Santa Martina fue una mujer romana, perteneciente a la nobleza, que se convirtió en mártir en tiempos del emperador Alejandro Severo, en la primera mitad del siglo III.
La devoción a Santa Martina ganó fuerza a partir del descubrimiento de su sepultura y la recuperación de sus reliquias. Esto sucedió muchos siglos después de su muerte, en 1624, durante las excavaciones de la vieja iglesia romana que le fue dedicada a la Santa por el Papa Honorio I en el siglo VII.
En el momento de los hallazgos, el Papa Urbano VIII, muy preocupado por la renovación espiritual de la iglesia, trasladó sus restos a otro templo, colocando el cráneo en un relicario aparte, con el propósito de promover la devoción a la Santa. Fue este Papa quien fijó su celebración el 30 de enero.

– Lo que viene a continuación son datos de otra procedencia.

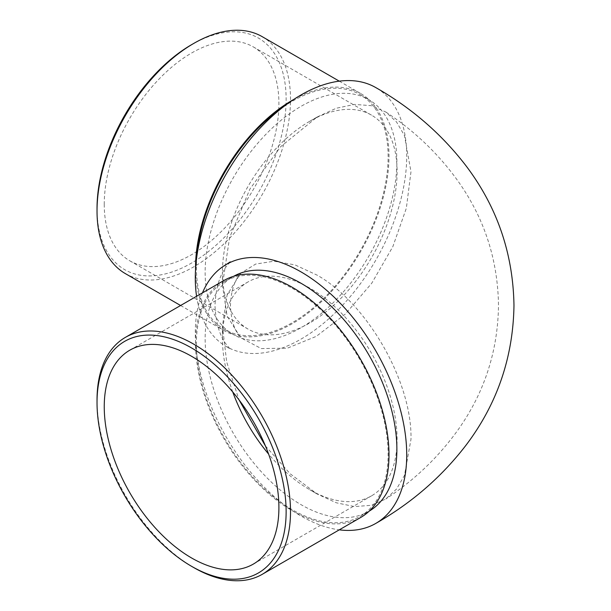 <?xml version="1.0" encoding="UTF-8"?>
<svg xmlns="http://www.w3.org/2000/svg" width="611" height="611" viewBox="0 0 611 611"><rect width="100%" height="100%" fill="white"/><g stroke="black" fill="none" stroke-linecap="round" stroke-linejoin="round"><path stroke-width="0.46" stroke-dasharray="3.06 2.29" d="M202.47 292.875A149.504 86.319 -120 0 0 195.299 332.919A149.504 86.319 -120 0 0 339.281 529.836M196.574 296.274A149.504 86.319 120 0 0 226.261 346.521A149.504 86.319 120 0 0 341.465 306.462A149.504 86.319 120 0 0 406.727 156.011A149.504 86.319 120 0 0 375.765 87.572M265.426 445.946L290.141 473.762L317.201 494.032L336.294 502.777L354.533 506.58L371.312 505.312L385.755 499.027L396.493 489.075L404.444 475.48L410.982 439.317C412.318 381.837 367.142 303.43 317.201 275.179L295.014 264.907L274.102 261.187L255.681 264.067L240.635 273.316L227.109 294.953L222.435 325.991L226.673 361.926L239.023 399.869M222.435 285.009L227.101 316.032L240.635 337.684L261.264 348.568L287.315 348.194L316.299 336.356L345.414 314.008L371.763 283.191L392.835 246.653L406.338 208.236L410.982 171.683L404.444 135.52L396.508 121.94L385.755 111.973L371.274 105.672L354.563 104.42L336.226 108.254L317.201 116.968L280.709 146.655L249.968 188.959L229.583 237.618L222.435 285.009L222.435 272.521A123.498 71.304 120 0 0 248.013 329.054A123.498 71.304 120 0 0 343.183 295.968A123.498 71.304 120 0 0 397.097 171.683A123.498 71.304 120 0 0 371.519 115.143A123.498 71.304 120 0 0 309.762 121.261A123.498 71.304 120 0 0 222.435 272.521M191.579 44.687A133.717 77.2 -60 0 1 286.131 99.272A133.717 77.2 -60 0 1 191.579 263.043A133.717 77.2 -60 0 1 97.027 208.45M125.362 273.613A136.811 78.987 120 0 0 193.763 266.831A136.811 78.987 120 0 0 290.508 99.272A136.811 78.987 120 0 0 262.172 36.645M196.834 256.444A135.573 78.277 120 0 0 196.391 267.335A135.573 78.277 120 0 0 224.474 329.405A135.573 78.277 120 0 0 328.939 293.081A135.573 78.277 120 0 0 388.122 156.645A135.573 78.277 120 0 0 360.039 94.583A135.573 78.277 120 0 0 283.046 107.124M396.875 161.701A135.573 78.277 120 0 0 368.8 99.639A135.573 78.277 120 0 0 264.326 135.955A135.573 78.277 120 0 0 205.143 272.391A135.573 78.277 120 0 0 233.226 334.454A135.573 78.277 120 0 0 337.7 298.137A135.573 78.277 120 0 0 396.875 161.701M195.535 269.825A136.811 78.987 120 0 0 223.855 330.475A136.811 78.987 120 0 0 329.276 293.822A136.811 78.987 120 0 0 389.001 156.141A136.811 78.987 120 0 0 360.666 93.506A136.811 78.987 120 0 0 293.975 99.31M104.244 204.28A123.498 71.304 120 0 0 129.822 260.821A123.498 71.304 120 0 0 224.993 227.735A123.498 71.304 120 0 0 278.906 103.442A123.498 71.304 120 0 0 253.328 46.91A123.498 71.304 120 0 0 158.157 79.995A123.498 71.304 120 0 0 104.244 204.28M292.257 288.316A135.573 78.277 60 0 1 380.821 407.781A135.573 78.277 60 0 1 360.039 516.417A135.573 78.277 60 0 1 292.257 509.704A135.573 78.277 60 0 1 203.692 390.238A135.573 78.277 60 0 1 224.474 281.595A135.573 78.277 60 0 1 292.257 288.316M369.235 511.109A135.573 78.277 60 0 1 368.8 511.361A135.573 78.277 60 0 1 301.009 504.648A135.573 78.277 60 0 1 212.445 385.182A135.573 78.277 60 0 1 233.226 276.546A135.573 78.277 60 0 1 233.662 276.294M360.666 517.494A136.811 78.987 60 0 1 292.257 510.712A136.811 78.987 60 0 1 202.883 390.154A136.811 78.987 60 0 1 223.855 280.525M232.753 391.987A123.498 71.304 60 0 1 222.435 338.479A123.498 71.304 60 0 1 248.013 281.946A123.498 71.304 60 0 1 309.769 288.064A123.498 71.304 60 0 1 390.444 396.89A123.498 71.304 60 0 1 371.519 495.857A123.498 71.304 60 0 1 309.769 489.739A123.498 71.304 60 0 1 309.762 489.739A123.498 71.304 60 0 1 268.588 454.049M309.769 489.739L317.201 494.032L309.762 489.739M193.763 567.581A136.811 78.987 60 0 1 97.027 400.022M230.217 261.875L225.994 266.946C219.464 275.782 215.782 288.636 214.973 305.5C215.782 322.356 219.456 335.202 225.986 344.039L230.217 349.125L226.261 346.521M240.635 273.316L237.389 277.868C233.249 284.436 230.935 293.654 230.446 305.5C230.935 317.346 233.249 326.564 237.389 333.132L240.635 337.684M385.755 111.973C414.716 131.029 439.019 154.377 458.662 182.025C484.599 218.99 497.873 260.149 498.5 305.5C497.873 350.882 484.576 392.063 458.617 429.044C438.981 456.661 414.693 479.986 385.755 499.027M360.039 94.583L368.8 99.639M339.281 81.164L360.666 93.506M129.822 260.821L248.013 329.054M360.039 516.417L368.8 511.361M129.822 350.179L248.013 281.946M222.435 338.479L222.435 325.991M253.328 564.09L371.519 495.857M224.474 281.595L233.226 276.546M309.762 121.261L317.201 116.968M253.328 46.91L371.519 115.143M180.596 305.5L223.855 330.475M224.474 329.405L233.226 334.454"/><path stroke-width="0.92" d="M339.281 529.836A149.504 86.319 -120 0 0 375.765 523.428A149.504 86.319 -120 0 0 406.727 454.989A149.504 86.319 -120 0 0 341.465 304.538A149.504 86.319 -120 0 0 226.261 264.479A149.504 86.319 -120 0 0 202.47 292.875M375.765 523.428C411.57 503.044 441.684 476.924 466.117 445.068C497.201 403.894 513.148 357.366 513.973 305.5C513.148 253.634 497.201 207.106 466.117 165.932C441.684 134.076 411.57 107.956 375.765 87.572A149.504 86.319 120 0 0 260.553 127.623A149.504 86.319 120 0 0 195.299 278.081A149.504 86.319 120 0 0 196.574 296.274M239.023 399.869L265.426 445.946M193.763 567.581L191.571 566.313A133.717 77.2 -120 0 0 191.579 566.313A133.717 77.2 -120 0 0 286.131 511.728A133.717 77.2 -120 0 0 191.579 347.957A133.717 77.2 -120 0 0 97.027 402.55A133.717 77.2 -120 0 0 191.571 566.313L193.763 567.581A136.811 78.987 60 0 0 262.172 574.355L360.666 517.494A136.811 78.987 60 0 0 381.631 407.865A136.811 78.987 60 0 0 292.257 287.3A136.811 78.987 60 0 0 223.855 280.525L125.362 337.387A136.811 78.987 60 0 1 193.763 344.169A136.811 78.987 60 0 1 283.145 464.727A136.811 78.987 60 0 1 262.172 574.355M97.027 210.978L97.027 208.45A133.717 77.2 -60 0 1 191.571 44.687A133.717 77.2 -60 0 1 191.579 44.687L193.763 43.419A136.811 78.987 120 0 0 97.027 210.978A136.811 78.987 120 0 0 125.362 273.613L180.596 305.5M283.046 107.124A135.573 78.277 120 0 0 196.834 256.444M339.281 81.164L262.172 36.645A136.811 78.987 120 0 0 193.763 43.419L191.571 44.687M293.975 99.31A136.811 78.987 120 0 0 195.52 267.847A136.811 78.987 120 0 0 195.535 269.825M233.662 276.294A135.573 78.277 60 0 1 301.009 283.26A135.573 78.277 60 0 1 389.459 402.328A135.573 78.277 60 0 1 369.235 511.109M268.588 454.049A123.498 71.304 60 0 1 232.753 391.987M191.579 557.973A123.498 71.304 60 0 1 110.897 449.146A123.498 71.304 60 0 1 129.822 350.179A123.498 71.304 60 0 1 191.579 356.297A123.498 71.304 60 0 1 272.262 465.131A123.498 71.304 60 0 1 253.328 564.09A123.498 71.304 60 0 1 191.579 557.973M97.027 402.55L97.027 400.022A136.811 78.987 60 0 1 125.362 337.387M226.261 264.479L230.217 261.875"/></g></svg>

Las fuentes históricas textuales más antiguas sobre Santa Martina datan del siglo VI -es decir, son muy posteriores a su muerte- por lo que algunos hagiógrafos han puesto en duda su existencia. Dicho escepticismo cobra fuerza si se considera que, en general, la carencia de fuentes cronológicamente cercanas abre paso a la divulgación de inexactitudes o leyendas. Sin embargo, a pesar de esas dificultades, la fuerza con la que la tradición de la Iglesia ha conservado el nombre y la devoción a Santa Martina a lo largo de su historia ha permitido que se le conserve siempre en el índice de los santos.
El relato más seguro sobre ella nos señala lo siguiente: Martina quedó huérfana de padre -un hombre rico y noble- y heredó sus bienes. Ella los habría repartido entre los pobres a la usanza de muchos conversos de ese tiempo y se habría dedicado a la oración y la caridad. Debido a esto habría sido apresada por orden de Alejandro Severo; luego llevada al templo de Apolo, donde habría tenido que elegir entre Apolo, renegando de Cristo, y su fe cristiana. Martina eligió al Señor Jesús y por ello fue sometida a los tormentos habituales de los romanos: golpes, azotes, aceite hirviendo en las heridas, etc. Finalmente sería decapitada alrededor del año 235.